Wilfrid Gordon McDonald Partridge (Public Television Storytime Books)Then, we talked about different kinds of memories and read the book, Wilfred Gordon McDonald Partridge, by Mem Fox, which defines memories as being “something warm, something from long ago, something that makes you cry, something that makes you laugh, and something as precious as gold.” Students recorded personal memories based on those definitions onto "five different kinds of memories" forms.

This gave us the framework for recording the five personal memories onto their timelines. After learning how to write short anecdotes that reflected different kinds of memories, we then turned the memories into “Where I Come From” poems.


How to Write "Where I Come From" Poems

THE GIVING
By Shea Goudreau, Grade 5

I come from a place where the exchange of gifts happens 
More frequently than the changing of weather, 
And a gift from the heart is regarded as something more precious than gold, 
Because the air is filled with warmth and love, 
And when you give of your time, that is when you really give a beautiful thing.

The "Where I Come From" format is ideal for spoken word.

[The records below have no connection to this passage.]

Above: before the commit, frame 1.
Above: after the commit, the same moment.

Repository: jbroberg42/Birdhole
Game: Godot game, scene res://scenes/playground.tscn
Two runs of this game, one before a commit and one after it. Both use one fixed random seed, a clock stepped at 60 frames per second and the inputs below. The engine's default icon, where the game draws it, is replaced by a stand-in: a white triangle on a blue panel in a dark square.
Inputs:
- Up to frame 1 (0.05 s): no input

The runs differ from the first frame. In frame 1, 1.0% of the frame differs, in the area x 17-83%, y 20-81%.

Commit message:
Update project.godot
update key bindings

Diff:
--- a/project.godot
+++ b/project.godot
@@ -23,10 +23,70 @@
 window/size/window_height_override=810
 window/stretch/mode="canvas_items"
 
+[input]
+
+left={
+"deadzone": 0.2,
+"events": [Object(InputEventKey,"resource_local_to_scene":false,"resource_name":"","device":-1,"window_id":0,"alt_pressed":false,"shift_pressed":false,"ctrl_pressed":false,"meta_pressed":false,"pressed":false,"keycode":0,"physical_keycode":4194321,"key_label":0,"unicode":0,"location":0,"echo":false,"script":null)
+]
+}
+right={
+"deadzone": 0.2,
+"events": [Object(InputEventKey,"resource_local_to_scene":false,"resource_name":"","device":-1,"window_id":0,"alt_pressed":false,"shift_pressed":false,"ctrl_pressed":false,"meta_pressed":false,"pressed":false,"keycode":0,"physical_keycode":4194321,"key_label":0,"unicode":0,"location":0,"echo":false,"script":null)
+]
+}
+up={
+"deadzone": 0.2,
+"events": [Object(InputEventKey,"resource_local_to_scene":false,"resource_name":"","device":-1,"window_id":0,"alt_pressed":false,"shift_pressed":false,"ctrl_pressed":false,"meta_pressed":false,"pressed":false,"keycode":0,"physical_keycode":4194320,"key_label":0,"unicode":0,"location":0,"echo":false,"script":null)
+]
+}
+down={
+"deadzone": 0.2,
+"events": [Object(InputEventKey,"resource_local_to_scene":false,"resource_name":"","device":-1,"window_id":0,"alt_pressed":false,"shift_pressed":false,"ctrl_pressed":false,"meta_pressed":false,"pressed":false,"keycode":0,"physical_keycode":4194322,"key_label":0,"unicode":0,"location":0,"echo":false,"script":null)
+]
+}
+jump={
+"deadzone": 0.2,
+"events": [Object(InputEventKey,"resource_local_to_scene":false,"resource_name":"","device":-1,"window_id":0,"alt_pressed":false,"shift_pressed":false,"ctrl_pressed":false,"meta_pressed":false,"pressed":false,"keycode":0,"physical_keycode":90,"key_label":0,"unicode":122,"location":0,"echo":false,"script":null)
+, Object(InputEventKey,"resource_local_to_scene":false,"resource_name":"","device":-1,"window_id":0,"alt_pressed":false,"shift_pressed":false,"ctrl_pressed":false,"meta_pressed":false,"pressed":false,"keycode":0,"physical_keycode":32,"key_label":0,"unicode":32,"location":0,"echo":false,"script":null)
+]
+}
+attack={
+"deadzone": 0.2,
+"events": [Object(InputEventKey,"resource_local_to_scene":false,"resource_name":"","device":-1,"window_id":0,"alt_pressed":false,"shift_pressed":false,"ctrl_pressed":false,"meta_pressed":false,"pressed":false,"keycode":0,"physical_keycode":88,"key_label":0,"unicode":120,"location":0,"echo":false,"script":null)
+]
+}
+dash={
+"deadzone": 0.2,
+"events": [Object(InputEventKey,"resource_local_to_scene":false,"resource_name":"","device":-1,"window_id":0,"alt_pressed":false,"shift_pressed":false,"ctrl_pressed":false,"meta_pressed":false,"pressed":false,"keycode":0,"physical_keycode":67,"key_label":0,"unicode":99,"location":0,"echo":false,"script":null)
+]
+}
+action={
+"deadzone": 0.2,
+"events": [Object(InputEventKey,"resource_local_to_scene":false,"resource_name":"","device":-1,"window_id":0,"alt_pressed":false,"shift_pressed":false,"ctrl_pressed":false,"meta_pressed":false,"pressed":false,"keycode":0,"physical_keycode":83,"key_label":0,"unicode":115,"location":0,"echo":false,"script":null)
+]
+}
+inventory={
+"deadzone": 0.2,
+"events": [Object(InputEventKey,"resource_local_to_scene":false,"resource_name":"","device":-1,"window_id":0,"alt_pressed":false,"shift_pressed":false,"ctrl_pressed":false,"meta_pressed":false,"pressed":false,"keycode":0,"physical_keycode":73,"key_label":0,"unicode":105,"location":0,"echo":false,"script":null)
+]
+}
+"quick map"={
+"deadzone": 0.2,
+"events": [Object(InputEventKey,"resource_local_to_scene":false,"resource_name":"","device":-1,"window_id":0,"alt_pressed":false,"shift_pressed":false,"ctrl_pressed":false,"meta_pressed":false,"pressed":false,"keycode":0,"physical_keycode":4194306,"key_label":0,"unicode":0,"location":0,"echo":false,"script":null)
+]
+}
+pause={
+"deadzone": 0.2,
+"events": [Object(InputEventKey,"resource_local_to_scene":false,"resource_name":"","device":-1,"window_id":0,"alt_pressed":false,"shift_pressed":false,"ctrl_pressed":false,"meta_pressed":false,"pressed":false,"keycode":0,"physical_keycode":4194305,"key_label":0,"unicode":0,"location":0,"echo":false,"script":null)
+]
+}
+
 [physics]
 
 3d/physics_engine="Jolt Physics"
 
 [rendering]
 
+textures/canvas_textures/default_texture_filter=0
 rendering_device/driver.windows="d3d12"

It lends itself well to “Slam Poetry” because it can be turned into a very powerful performance, drawing upon light and dark experiences. Because it is meant to be spoken and performed, it relies upon an unconventional cadence and tempo, using commas to indicate pauses and breaths. This style of poetry reads like long, run-on sentences. If rhyme were used, it would sound like “rap music”.

In our class poems, we strung thoughts and images together using the conjunction “and” in the place of a new sentence or new line. During the final revisions, we worked on using author’s craft (figurative language – simile, metaphor) to paint vivid pictures. We discovered that some poems were all picture and no organized thought, while others were too much like a shopping list with no figurative language. Each poem was worked and re-worked by the whole class in revising sessions. We worked right from the computer, using the LCD projector.

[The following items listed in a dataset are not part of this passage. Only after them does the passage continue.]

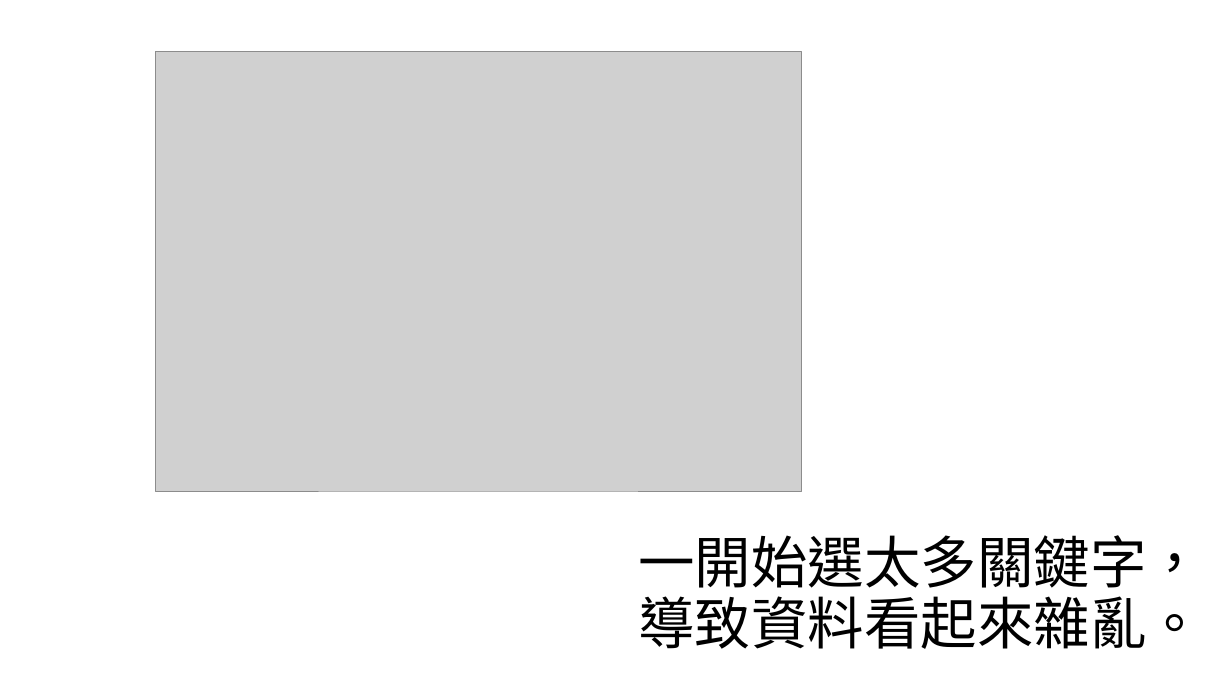
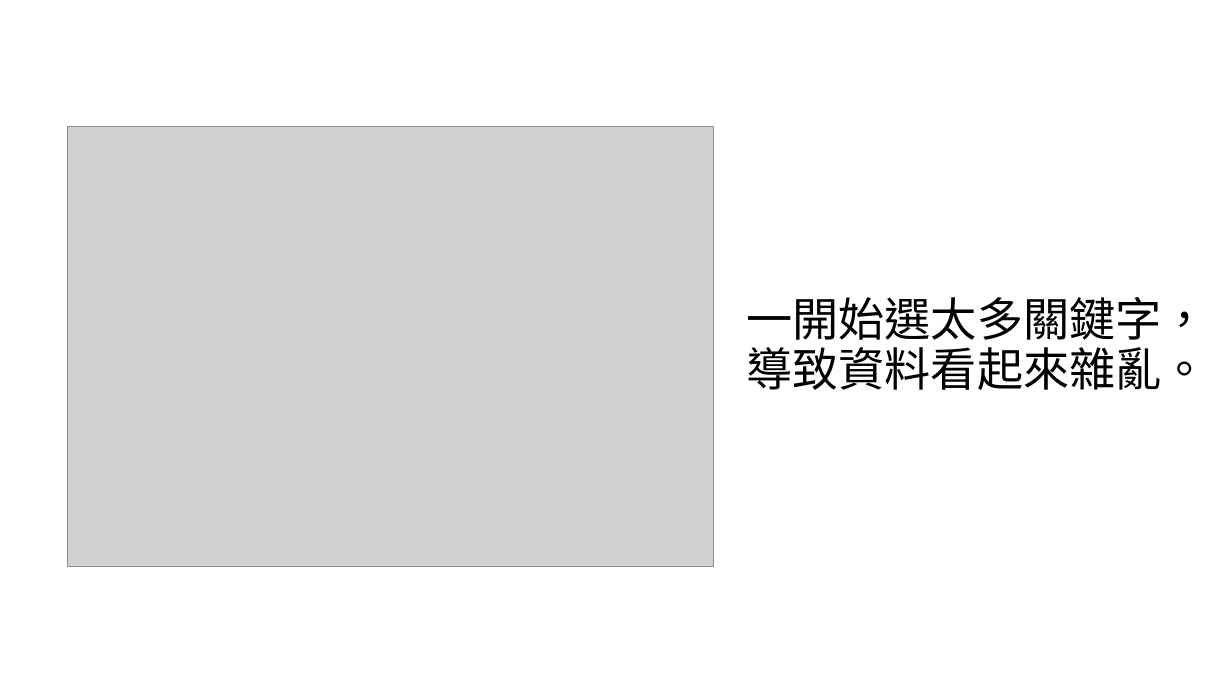
Before and after one commit to desk2000/Extradition-Bill, a slide deck: slide 31 of 從論壇分析台灣人對反送中的討論度.pptx (slide 30 before the commit). Drawn at 1232x693 pixels with LibreOffice and Linux fonts; fonts in the diff are those of the drawing; grey boxes stand for pictures. Boxes give left, top, right and bottom in pixels: in the first picture for what was removed or moved away, otherwise in the second. Text is boxed around its words. In the diff, an @@ line names an element or a change of style, - is before the commit and + after.

```diff
--- a/從論壇分析台灣人對反送中的討論度.pptx
+++ b/從論壇分析台灣人對反送中的討論度.pptx
@@ picture: place and size @@
-picture at (155,52,801,492)
+picture at (67,127,714,567)
@@ title "一開始選太多關鍵字， 導致資料看起來雜亂。": place and size @@
-title "一開始選太多關鍵字， 導致資料看起來雜亂。" at (638,535,1203,649)
+title "一開始選太多關鍵字， 導致資料看起來雜亂。" at (746,297,1208,390)
@@ title "一開始選太多關鍵字， 導致資料看起來雜亂。" at (746,297,1208,390): size 44 to 36 pt, font Noto Sans CJK SC to Karla @@
```
Also in this commit, not shown: 17 other slides changed, 3 slides added, 2 slides removed, 1 other file.

The final poems were published into a Bound Book Foldable®. Each child glued a copy of everyone's poems into their Bound Book Foldable®, entitling it We Come From.



WHERE TEARS FALL LIKE SEEDS
ByWill Boudreau, Grade 4

Cocoa
I come from a place where hot cocoa isn’t the only warm thing,
And a cold shiver will walk up your back when you rush in from the cold,
And you know when you wrap up in your mom’s arms you will eventually fall asleep,
And that warmth is like you are on a layer of the sun,
And you just know that you are O.K. 
 
The Hospital is Helpful
I come from a place where the hospital is helpful,
And it feels like the pain is worth it,
And everything will be all right,
Because the doctors are bees and you are the flower,
And you wish that you felt like this every time you go.
 
Seeing the Past

I come from a place where you really want to meet someone who is gone,
And it feels like you are the only one who cares about those old photographs,
And you know it is hopeless to shed tears that fall like seed memories onto your page,
And you just wish that he were next to you telling his stories one seed at a time.
 
Birthdays

I come from a place where birthdays make you laugh,
And it feels like it will never end,
While your hands act like shredders tearing the paper apart,
And you open your last present knowing you are DONE.

Teachers

I come from a place where your teachers are like your best friends,
And it feels like you could be with them forever,
Where equations and formulas are like playing with your friends,
And you know those teachers will help you with anything,
And you wish school would never end.